- Problem requirements
Among the entries below, find the lines with the word "pptx" and copy them.

- The records
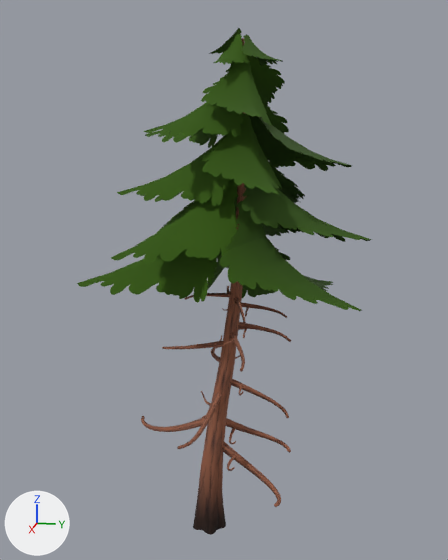
Before and after pictures for a commit that changed the glTF model assets/nature/Pine_3.gltf.
Camera for both pictures: a camera (50 mm lens) standing at (8.44, 1.93, 5.86) and looking at (-0.34, 0.17, 3.67). The lights are fixed; the arrows at lower left show +X, +Y and +Z. The older version comes first. Vertices at exactly the same position are counted once.

The first picture shows 'Pine_3'.
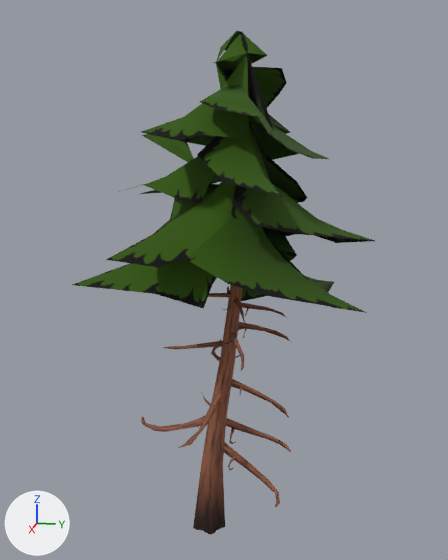
The change, as JSON lines over the scene's bpy script:
```json
{"block": "mat_leaves_pine", "change": "nodes: BsdfPrincipled, Math x3, Mix, OutputMaterial, TexImage, VertexColor"}
{"block": "mat_leaves_pine", "change": "nodes: BsdfPrincipled, OutputMaterial, TexImage"}
{"block": "me_tree_030", "where": "# used by ob_pine_3; location = (0.0, 0.0, 0.0)"}
{"op": "remove", "block": "me_tree_030", "code": "me_tree_030.from_pydata(...)  # 2769 vertices, 4964 faces; spans x -2.11..1.5, y -1.7..2.29, z -0.24..7.16"}
{"op": "add", "block": "me_tree_030", "code": "me_tree_030.from_pydata(...)  # 691 vertices, 1118 faces; spans x -2.11..1.5, y -1.7..2.29, z -0.24..7.09"}
{"block": "me_tree_030", "change": "me_tree_030 part 1: 10 vertices moved within x 0.0..0.34, y -0.15..0.6, z 1.1..3.56; 2078 vertices removed from x -1.68..1.2, y -1.32..2.01, z -0.24..7.16"}
```

What differs and where, as boxes [x1, y1, x2, y2] in the pictures (448 x 560 px):
```json
{"object": "Pine_3", "change": "recoloured, reshaped", "before": [77, 28, 371, 535], "after": [73, 31, 375, 535]}
{"part": 1, "of": "me_tree_030", "change": "reshaped", "before": [77, 28, 371, 535], "after": [201, 344, 247, 468]}
```
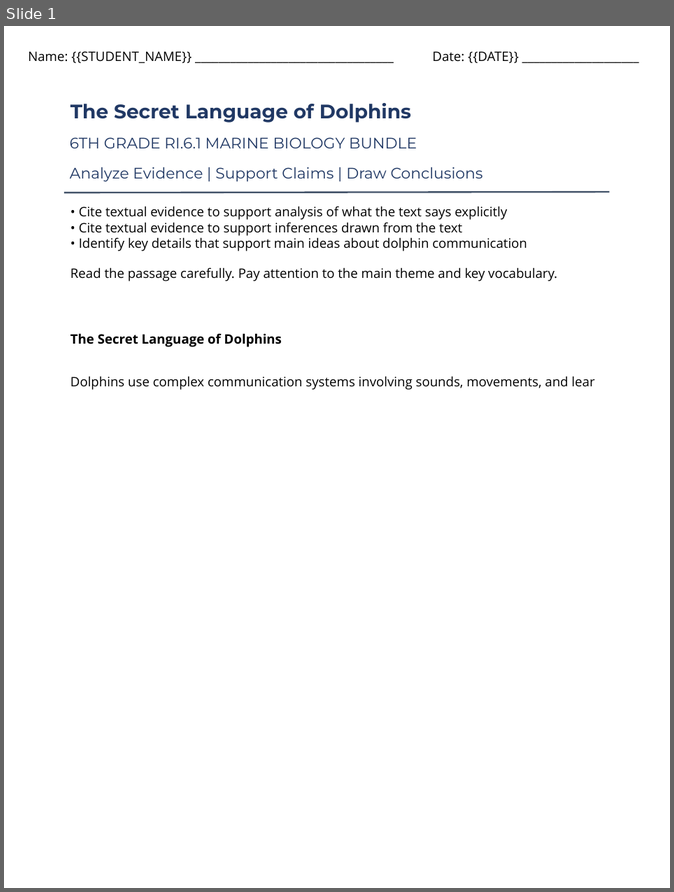
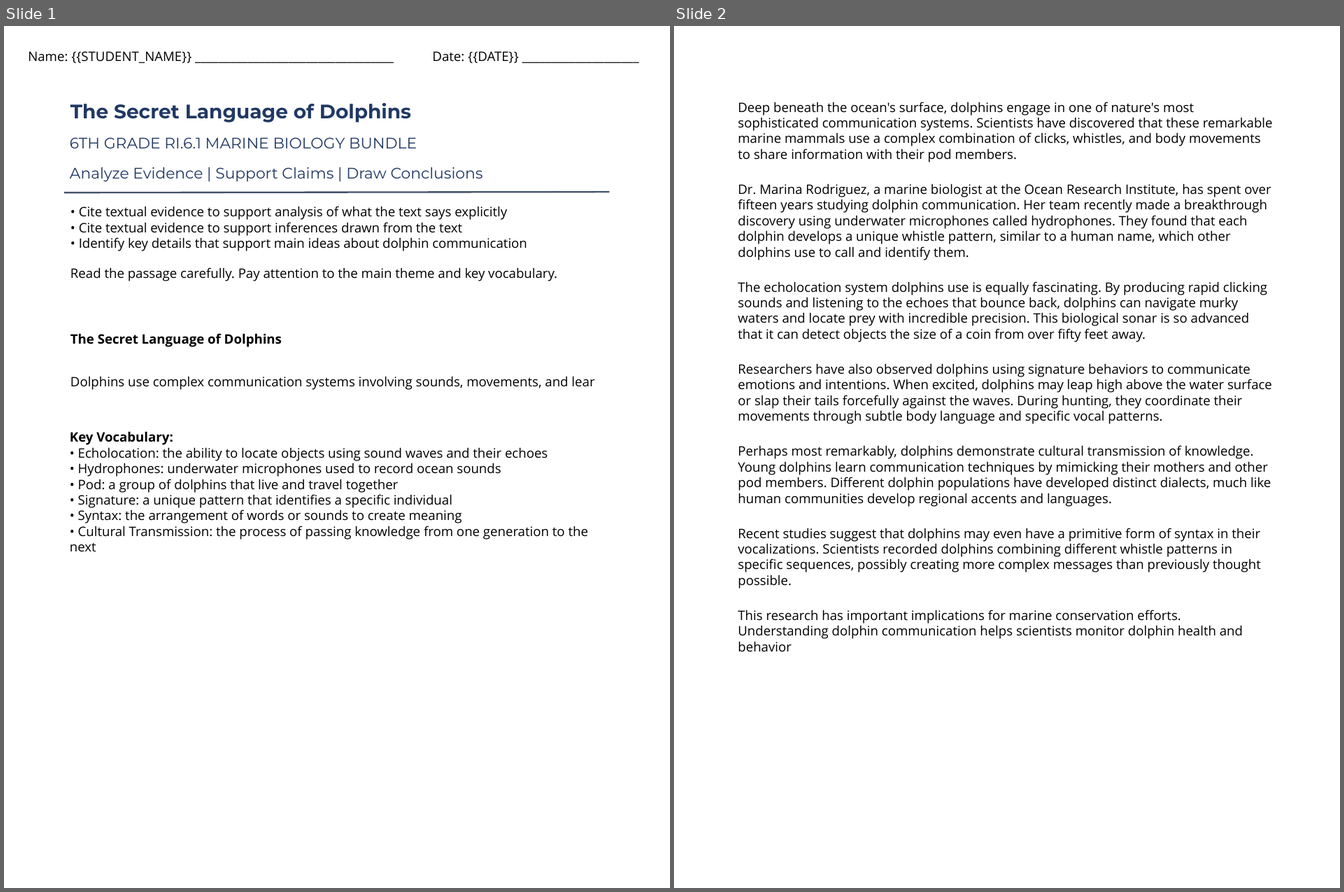
Before and after one commit to buttmazhar844-lang/rbb_engine_backend, a slide deck: rbb-drive/product_3/anchor_reading_passage.pptx. Shown side by side, each under a label of ours: slide 1 before the commit, slides 1 and 2 after it. The pictures are 674x892 and 1344x892 pixels, drawn with LibreOffice and Linux fonts; fonts in the diff are those of the drawing; background and template pictures are left out. Boxes give left, top, right and bottom in pixels: in the first picture for what was removed or moved away, otherwise in the second. Text is boxed around its words. In the diff, an @@ line names an element or a change of style, - is before the commit and + after.

```diff
--- a/rbb-drive/product_3/anchor_reading_passage.pptx
+++ b/rbb-drive/product_3/anchor_reading_passage.pptx
@@ slide 2 added at (674,26,1340,888), background picture (left out) @@
@@ text added at (738,102,1273,652), 12 pt, text #000000 @@
+Deep beneath the ocean's surface, dolphins engage in one of nature's most sophisticated communication systems. Scientists have discovered that these remarkable marine mammals use a complex combination of clicks, whistles, and body movements to share information with their pod members.
+Dr. Marina Rodriguez, a marine biologist at the Ocean Research Institute, has spent over fifteen years studying dolphin communication. Her team recently made a breakthrough discovery using underwater microphones called hydrophones. They found that each dolphin develops a unique whistle pattern, similar to a human name, which other dolphins use to call and identify them.
+The echolocation system dolphins use is equally fascinating. By producing rapid clicking sounds and listening to the echoes that bounce back, dolphins can navigate murky waters and locate prey with incredible precision. This biological sonar is so advanced that it can detect objects the size of a coin from over fifty feet away.
+Researchers have also observed dolphins using signature behaviors to communicate emotions and intentions. When excited, dolphins may leap high above the water surface or slap their tails forcefully against the waves. During hunting, they coordinate their movements through subtle body language and specific vocal patterns.
+Perhaps most remarkably, dolphins demonstrate cultural transmission of knowledge. Young dolphins learn communication techniques by mimicking their mothers and other pod members. Different dolphin populations have developed distinct dialects, much like human communities develop regional accents and languages.
+Recent studies suggest that dolphins may even have a primitive form of syntax in their vocalizations. Scientists recorded dolphins combining different whistle patterns in specific sequences, possibly creating more complex messages than previously thought possible.
+This research has important implications for marine conservation efforts. Understanding dolphin communication helps scientists monitor dolphin health and behavior
@@ slide 1 changed as well @@
@@ text added at (70,431,588,552), 12 pt, text #000000 @@
+Key Vocabulary:
+• Echolocation: the ability to locate objects using sound waves and their echoes
+• Hydrophones: underwater microphones used to record ocean sounds
+• Pod: a group of dolphins that live and travel together
+• Signature: a unique pattern that identifies a specific individual
+• Syntax: the arrangement of words or sounds to create meaning
+• Cultural Transmission: the process of passing knowledge from one generation to the next
```
Also in this commit, not shown: 1 other slide added, 2 slides removed, 7 other files.

- Written solution
Before and after one commit to buttmazhar844-lang/rbb_engine_backend, a slide deck: rbb-drive/product_3/anchor_reading_passage.pptx. Shown side by side, each under a label of ours: slide 1 before the commit, slides 1 and 2 after it. The pictures are 674x892 and 1344x892 pixels, drawn with LibreOffice and Linux fonts; fonts in the diff are those of the drawing; background and template pictures are left out. Boxes give left, top, right and bottom in pixels: in the first picture for what was removed or moved away, otherwise in the second. Text is boxed around its words. In the diff, an @@ line names an element or a change of style, - is before the commit and + after.
--- a/rbb-drive/product_3/anchor_reading_passage.pptx
+++ b/rbb-drive/product_3/anchor_reading_passage.pptx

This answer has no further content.